Voor het verloop van het geding in feitelijke instanties verwijst de Hoge Raad naar:
a. het vonnis in de zaak NL19.6438 van de rechtbank Midden-Nederland van 16 juli 2020;
b. de arresten in de zaak 200.283.818 van het gerechtshof Arnhem-Leeuwarden van 1 februari 2022, 14 maart 2023 (ambtshalve verbeterd bij herstelarrest van 6 juni 2023) en 31 oktober 2023.
[eiser] heeft tegen het arrest van het hof van 31 oktober 2023 beroep in cassatie ingesteld.
De Gemeente heeft voorwaardelijk incidenteel cassatieberoep ingesteld.
Partijen hebben over en weer geconcludeerd tot verwerping van het beroep.

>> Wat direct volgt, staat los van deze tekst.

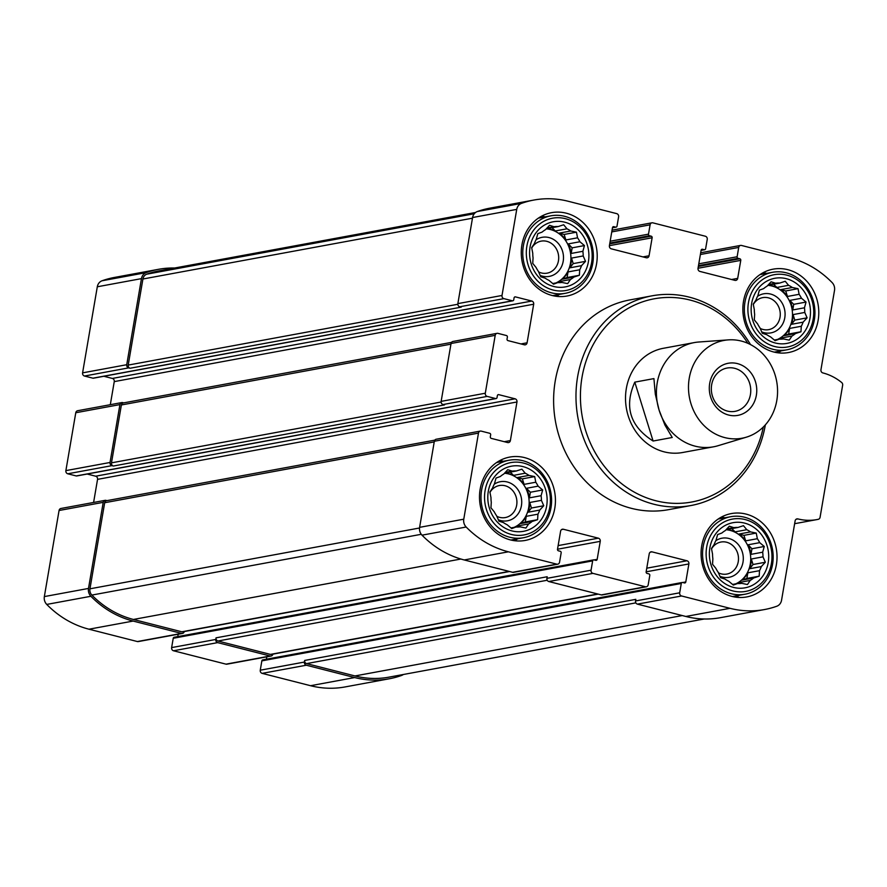 <?xml version="1.0" encoding="UTF-8"?>
<svg xmlns="http://www.w3.org/2000/svg" width="887" height="887" viewBox="0 0 887 887"><rect width="100%" height="100%" fill="white"/><g stroke="black" fill="none" stroke-linecap="round" stroke-linejoin="round"><path stroke-width="1.33" d="M773.786 352.017A42.388 37.819 79.5 0 0 788.51 352.538A42.388 37.819 79.5 0 0 818.79 312.202A42.388 37.819 79.5 0 0 787.856 269.692A42.388 37.819 79.5 0 0 773.131 269.16A42.388 37.819 79.5 0 0 742.851 309.496A42.388 37.819 79.5 0 0 773.786 352.017M510.435 539.917A42.388 37.819 79.5 0 0 525.159 540.449A42.388 37.819 79.5 0 0 555.439 500.113A42.388 37.819 79.5 0 0 524.505 457.592A42.388 37.819 79.5 0 0 509.77 457.071A42.388 37.819 79.5 0 0 479.49 497.407A42.388 37.819 79.5 0 0 510.435 539.917M652.167 295.803L629.792 299.939A106.64 95.131 79.5 0 0 553.61 401.401A106.64 95.131 79.5 0 0 631.444 508.351A106.64 95.131 79.5 0 0 668.499 509.67L690.862 505.546A106.64 95.131 -100.5 0 1 577.958 417.943A106.64 95.131 -100.5 0 1 652.167 295.803A106.64 95.131 -100.5 0 1 689.21 297.123A106.64 95.131 -100.5 0 1 750.535 344.599M688.877 563.944L646.146 571.827L649.229 553.832A2.65 2.362 79.5 0 1 652 551.858L686.981 560.772A2.65 2.362 79.5 0 1 688.877 563.944L685.795 581.95A1.319 1.186 79.5 0 1 684.409 582.936L682.668 582.493A1.319 1.186 79.5 0 0 681.283 583.48L679.686 592.804A2.65 2.362 79.5 0 0 681.582 595.975L729.979 608.316A99.355 88.633 79.5 0 0 764.494 609.546A99.355 88.633 79.5 0 0 776.801 606.231A8.282 7.384 79.5 0 0 781.558 600.222L795.118 520.891A2.65 2.362 79.5 0 1 797.89 518.917A54.639 48.752 79.5 0 0 816.883 519.594A54.639 48.752 79.5 0 0 818.291 519.305A2.65 2.362 79.5 0 0 820.076 517.309L842.65 385.224A2.65 2.362 79.5 0 0 841.674 382.519A54.639 48.752 79.5 0 0 822.848 372.917A2.65 2.362 79.5 0 1 820.952 369.746L834.512 290.415A8.282 7.384 79.5 0 0 832.117 282.576A99.355 88.633 79.5 0 0 789.896 257.795L741.499 245.455A2.65 2.362 79.5 0 0 738.716 247.429L737.13 256.753A1.319 1.186 79.5 0 0 738.073 258.339L739.825 258.782A1.319 1.186 79.5 0 1 740.767 260.368L737.696 278.374A2.65 2.362 79.5 0 1 734.924 280.359L699.932 271.433A2.65 2.362 79.5 0 1 698.036 268.262L701.118 250.256A1.319 1.186 79.5 0 1 702.504 249.269L704.256 249.713A1.319 1.186 79.5 0 0 705.642 248.726L707.238 239.401A2.65 2.362 79.5 0 0 705.342 236.23L652.865 222.848A2.65 2.362 79.5 0 0 650.093 224.832L648.497 234.157A1.319 1.186 79.5 0 0 649.439 235.742L651.191 236.186A1.319 1.186 79.5 0 1 652.133 237.771L609.413 245.655L612.485 227.66A1.319 1.186 79.5 0 1 613.871 226.673L615.622 227.116A1.319 1.186 79.5 0 0 617.008 226.13L618.605 216.805A2.65 2.362 79.5 0 0 616.709 213.634L568.312 201.294A99.355 88.633 79.5 0 0 533.797 200.063A99.355 88.633 79.5 0 0 521.489 203.378A8.282 7.384 79.5 0 0 516.733 209.387L502.009 295.471A2.65 2.362 79.5 0 0 503.905 298.642L512.364 300.793A1.319 1.186 79.5 0 0 513.75 299.806L514.072 297.877A1.319 1.186 79.5 0 1 515.458 296.89L531.79 301.048A2.65 2.362 79.5 0 1 533.686 304.219L527.089 342.803A2.65 2.362 79.5 0 1 524.317 344.788L507.985 340.619A1.319 1.186 79.5 0 1 507.042 339.034L507.375 337.104A1.319 1.186 79.5 0 0 506.422 335.53L497.973 333.368A2.65 2.362 79.5 0 0 495.201 335.341L485.3 393.229A2.65 2.362 79.5 0 0 487.196 396.4L495.645 398.551A1.319 1.186 79.5 0 0 497.042 397.564L497.363 395.635A1.319 1.186 79.5 0 1 498.749 394.648L515.081 398.806A2.65 2.362 79.5 0 1 516.966 401.977L510.38 440.573A2.65 2.362 79.5 0 1 507.608 442.546L491.276 438.378A1.319 1.186 79.5 0 1 490.334 436.803L490.655 434.874A1.319 1.186 79.5 0 0 489.713 433.288L481.253 431.126A2.65 2.362 79.5 0 0 478.481 433.111L463.768 519.194A8.282 7.384 79.5 0 0 466.163 527.022A99.355 88.633 79.5 0 0 508.395 551.814L556.792 564.154A2.65 2.362 79.5 0 0 559.564 562.181L561.161 552.856A1.319 1.186 79.5 0 0 560.218 551.27L558.466 550.827A1.319 1.186 79.5 0 1 557.513 549.241L560.595 531.235A2.65 2.362 79.5 0 1 563.367 529.251L598.359 538.176L558.145 545.594M646.146 571.838A1.319 1.186 79.5 0 0 647.1 573.423L648.841 573.867A1.319 1.186 79.5 0 1 649.794 575.452L648.197 584.777A2.65 2.362 79.5 0 1 645.426 586.762L592.948 573.379A2.65 2.362 79.5 0 1 591.052 570.208L592.649 560.883A1.319 1.186 79.5 0 1 594.035 559.897L595.787 560.34A1.319 1.186 79.5 0 0 597.173 559.353L600.244 541.347A2.65 2.362 79.5 0 0 598.359 538.176M652.133 237.771L649.062 255.778L642.953 256.908M609.413 245.666A2.65 2.362 79.5 0 0 611.298 248.837L646.29 257.751A2.65 2.362 79.5 0 0 649.062 255.778M732.008 596.419A42.388 37.819 79.5 0 0 746.732 596.94A42.388 37.819 79.5 0 0 777.023 556.604A42.388 37.819 79.5 0 0 746.078 514.094A42.388 37.819 79.5 0 0 731.354 513.573A42.388 37.819 79.5 0 0 701.074 553.898A42.388 37.819 79.5 0 0 732.008 596.419M552.213 295.515A42.388 37.819 79.5 0 0 566.937 296.036A42.388 37.819 79.5 0 0 597.217 255.711A42.388 37.819 79.5 0 0 566.283 213.19A42.388 37.819 79.5 0 0 551.548 212.669A42.388 37.819 79.5 0 0 521.268 253.006A42.388 37.819 79.5 0 0 552.213 295.515M106.983 500.634L105.985 500.379A2.65 2.362 79.5 0 0 103.214 502.352L88.5 588.436A8.282 7.384 79.5 0 0 90.895 596.275A99.355 88.633 79.5 0 0 133.128 621.066L181.525 633.407A2.65 2.362 79.5 0 0 184.274 631.544M105.065 500.346L60.915 508.484A2.65 2.362 79.5 0 0 59.063 510.502L44.35 596.585A8.282 7.384 79.5 0 0 46.745 604.424A99.355 88.633 79.5 0 0 88.977 629.205L137.374 641.545A2.65 2.362 79.5 0 0 138.294 641.578L182.445 633.44M591.052 570.208L546.902 578.357L547.179 576.75L216.051 637.842L215.785 639.449A2.65 2.362 79.5 0 0 217.67 642.62L270.158 656.003A2.65 2.362 79.5 0 0 272.908 654.14M174.617 637.287A1.319 1.186 79.5 0 0 173.231 638.274L171.635 647.599A2.65 2.362 79.5 0 0 173.519 650.77L226.008 664.152A2.65 2.362 79.5 0 0 226.928 664.186L271.078 656.036M679.686 592.804L635.535 600.954L635.813 599.346L304.685 660.449L304.407 662.057A2.65 2.362 79.5 0 0 306.303 665.217L354.7 677.557A99.355 88.633 79.5 0 0 389.227 678.788A99.355 88.633 79.5 0 0 401.523 675.473A8.282 7.384 79.5 0 0 403.33 674.508M263.239 659.884A1.319 1.186 79.5 0 0 261.853 660.87L260.268 670.195A2.65 2.362 79.5 0 0 262.153 673.366L310.55 685.706A99.355 88.633 79.5 0 0 345.076 686.937L389.227 678.788M174.672 268.007A99.355 88.633 79.5 0 0 158.518 269.304A99.355 88.633 79.5 0 0 146.222 272.619A8.282 7.384 79.5 0 0 141.454 278.629L126.741 364.712A2.65 2.362 79.5 0 0 128.637 367.883L130.09 368.249A2.65 2.362 79.5 0 1 128.205 365.089L142.918 279.006A6.619 5.91 79.5 0 1 146.721 274.194A97.703 87.159 79.5 0 1 158.828 270.934L475.543 212.492M158.518 269.304L114.368 277.454A99.355 88.633 79.5 0 0 102.072 280.769A8.282 7.384 79.5 0 0 97.304 286.778L82.591 372.862A2.65 2.362 79.5 0 0 84.487 376.033L92.935 378.184A1.319 1.186 79.5 0 0 93.822 378.017M123.692 402.864L122.694 402.609A2.65 2.362 79.5 0 0 119.922 404.594L110.032 462.482A2.65 2.362 79.5 0 0 111.928 465.642L113.381 466.019A2.65 2.362 79.5 0 1 111.485 462.848L121.386 404.96A2.65 2.362 79.5 0 1 123.238 402.953L451.505 342.382M121.774 402.576L77.624 410.725A2.65 2.362 79.5 0 0 75.772 412.743L65.882 470.62A2.65 2.362 79.5 0 0 67.778 473.791L76.227 475.942A1.319 1.186 79.5 0 0 77.114 475.787M480.333 431.093L436.193 439.242A2.65 2.362 79.5 0 0 434.342 441.249L419.618 527.344A8.282 7.384 79.5 0 0 422.012 535.171A99.355 88.633 79.5 0 0 464.245 559.963L512.642 572.303A2.65 2.362 79.5 0 0 513.562 572.337L557.712 564.187M178.176 634.227L177.777 636.6M546.902 578.357A2.65 2.362 79.5 0 0 548.798 581.528L601.275 594.9A2.65 2.362 79.5 0 0 602.195 594.933L646.346 586.795M266.81 656.823L266.399 659.196M635.535 600.954A2.65 2.362 79.5 0 0 637.431 604.125L685.828 616.465A99.355 88.633 79.5 0 0 720.344 617.696L764.494 609.546M533.797 200.063L489.646 208.212A99.355 88.633 79.5 0 0 477.339 211.527A8.282 7.384 79.5 0 0 472.583 217.526L457.858 303.62A2.65 2.362 79.5 0 0 459.754 306.78L461.218 307.157L130.09 368.249M103.857 376.276L112.372 378.439A2.65 2.362 79.5 0 1 114.257 381.61L110.31 404.694M497.053 333.335L452.902 341.484A2.65 2.362 79.5 0 0 451.051 343.491L441.149 401.379A2.65 2.362 79.5 0 0 443.045 404.55L444.498 404.915L113.381 466.019M87.148 474.035L95.663 476.197A2.65 2.362 79.5 0 1 97.548 479.368L93.601 502.452M434.796 440.14L106.529 500.712A2.65 2.362 79.5 0 0 104.677 502.729L89.953 588.813A6.619 5.91 79.5 0 0 91.871 595.077A97.703 87.159 79.5 0 0 133.405 619.459L181.802 631.799A2.65 2.362 79.5 0 0 182.722 631.832L509.559 571.516M304.685 660.449A2.65 2.362 79.5 0 0 306.58 663.609L354.977 675.949A97.703 87.159 79.5 0 0 388.916 677.158L704.2 618.993M216.051 637.842A2.65 2.362 79.5 0 0 217.947 641.013L270.424 654.395A2.65 2.362 79.5 0 0 271.344 654.429L598.193 594.124M746.3 437.191L718.038 445.717A52.987 47.266 -100.5 0 1 713.503 446.815L682.602 452.514A52.987 47.266 -100.5 0 1 626.499 408.985A52.987 47.266 -100.5 0 1 663.365 348.292L694.277 342.593A52.987 47.266 -100.5 0 1 698.901 342.005L728.349 339.876A49.716 44.35 -100.5 0 1 776.801 400.492A49.716 44.35 -100.5 0 1 746.3 437.191A49.716 44.35 -100.5 0 1 689.41 397.376A49.716 44.35 -100.5 0 1 728.349 339.876M763.308 427.002A103.324 92.181 -100.5 0 1 653.774 500.19A103.324 92.181 -100.5 0 1 582.227 376.077A103.324 92.181 -100.5 0 1 690.13 300.072A103.324 92.181 -100.5 0 1 747.863 343.324M765.348 424.862A106.64 95.131 -100.5 0 1 690.862 505.546M739.292 595.288A42.388 37.819 -100.5 0 1 736.132 597.217M721.353 517.099A42.388 37.819 -100.5 0 1 724.989 517.775M744.404 517.199A39.405 35.158 -100.5 0 1 773.176 556.726A39.405 35.158 -100.5 0 1 745.013 594.223A39.405 35.158 -100.5 0 1 703.291 561.848A39.405 35.158 -100.5 0 1 730.711 516.711A39.405 35.158 -100.5 0 1 744.404 517.199M745.147 519.56A36.766 32.797 -100.5 0 1 764.017 580.253A36.766 32.797 -100.5 0 1 707.97 565.961A36.766 32.797 -100.5 0 1 745.147 519.56M744.537 523.097A33.118 29.548 -100.5 0 1 761.545 577.77A33.118 29.548 -100.5 0 1 711.041 564.897A33.118 29.548 -100.5 0 1 744.537 523.097M711.529 548.909A16.288 14.525 -100.5 0 1 720.954 542.035A16.288 14.525 -100.5 0 1 726.608 542.234A16.288 14.525 -100.5 0 1 738.494 558.566A16.288 14.525 -100.5 0 1 726.863 574.066A16.288 14.525 -100.5 0 1 718.415 572.825M715.809 540.726A19.869 17.729 -100.5 0 1 728.804 538.453A19.869 17.729 -100.5 0 1 742.741 563.489A19.869 17.729 -100.5 0 1 719.911 576.284M726.043 529.75A28.151 25.113 -100.5 0 1 730.178 530.415A28.151 25.113 -100.5 0 1 750.557 555.683A28.151 25.113 -100.5 0 1 735.678 583.868M750.546 531.901L738.86 534.052A28.151 25.113 79.5 0 1 745.668 540.859L757.343 538.708L756.256 533.076L750.546 531.901A28.151 25.113 -100.5 0 0 746.776 529.716L735.101 531.867A28.151 25.113 79.5 0 0 730.766 530.315A28.151 25.113 79.5 0 0 726.287 529.617L737.962 527.466A28.151 25.113 -100.5 0 0 733.793 527.632L726.808 528.918M757.343 538.708A28.151 25.113 -100.5 0 1 759.704 542.656L748.029 544.806A28.151 25.113 79.5 0 1 751.001 554.353L751.954 548.743L748.029 544.806M762.986 556.848L751.311 558.998A28.151 25.113 79.5 0 1 749.648 568.722L761.323 566.571L765.326 562.247L762.986 556.848A28.151 25.113 -100.5 0 0 762.676 552.202L751.001 554.353M761.323 566.571A28.151 25.113 -100.5 0 1 759.516 570.674L747.841 572.825A28.151 25.113 79.5 0 1 741.987 580.131L746.876 578.446L747.841 572.825M733.793 527.632L729.325 526.213L725.322 530.548A28.151 25.113 -100.5 0 0 721.874 533.009L717.616 534.573L716.02 540.305A28.151 25.113 -100.5 0 0 714.212 544.407L711.463 548.51L712.549 554.131A28.151 25.113 -100.5 0 0 712.871 558.777L712.538 564.276L715.831 568.334A28.151 25.113 -100.5 0 0 718.193 572.27L720.532 577.67L725.001 579.078A28.151 25.113 -100.5 0 0 728.759 581.262L733.316 585.076L737.585 583.513A28.151 25.113 -100.5 0 0 741.743 583.347L747.464 584.533L750.214 580.431A28.151 25.113 -100.5 0 0 753.662 577.969L741.987 580.131M750.214 580.431L738.538 582.593A28.151 25.113 79.5 0 1 736.265 583.757M737.585 583.513L732.54 584.444M762.676 552.202L764.261 546.47L759.704 542.656M746.776 529.716L743.472 525.669L737.962 527.466M753.662 577.969L759.183 576.173L759.516 570.674M517.709 538.786A42.388 37.819 -100.5 0 1 514.56 540.715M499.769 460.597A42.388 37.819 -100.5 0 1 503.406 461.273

De zaak is voor partijen toegelicht door hun advocaten, en voor de Gemeente mede door L. van den Reek.
De conclusie van de Advocaat-Generaal T. Hartlief strekt tot verwerping van het cassatieberoep.
De advocaat van [eiser] heeft schriftelijk op die conclusie gereageerd.

2.Uitgangspunten en feiten

2.1
In cassatie kan worden uitgegaan van de feiten vermeld in de conclusie van de Advocaat-Generaal onder 1.2-1.10.
2.2
[eiser] vordert verklaringen voor recht en schadevergoeding op de grond dat de Gemeente onrechtmatig heeft gehandeld jegens [betrokkene 1] en diens echtgenote. Laatstgenoemden hebben hun vorderingsrechten op de Gemeente aan [eiser] overgedragen. Volgens [eiser] heeft de Gemeente onrechtmatig gehandeld, onder meer door in haar besluitvorming en in haar feitelijk handelen te eisen dat twaalf parkeerplaatsen die behoorden bij een project tot realisering van appartementen, openbaar moesten zijn.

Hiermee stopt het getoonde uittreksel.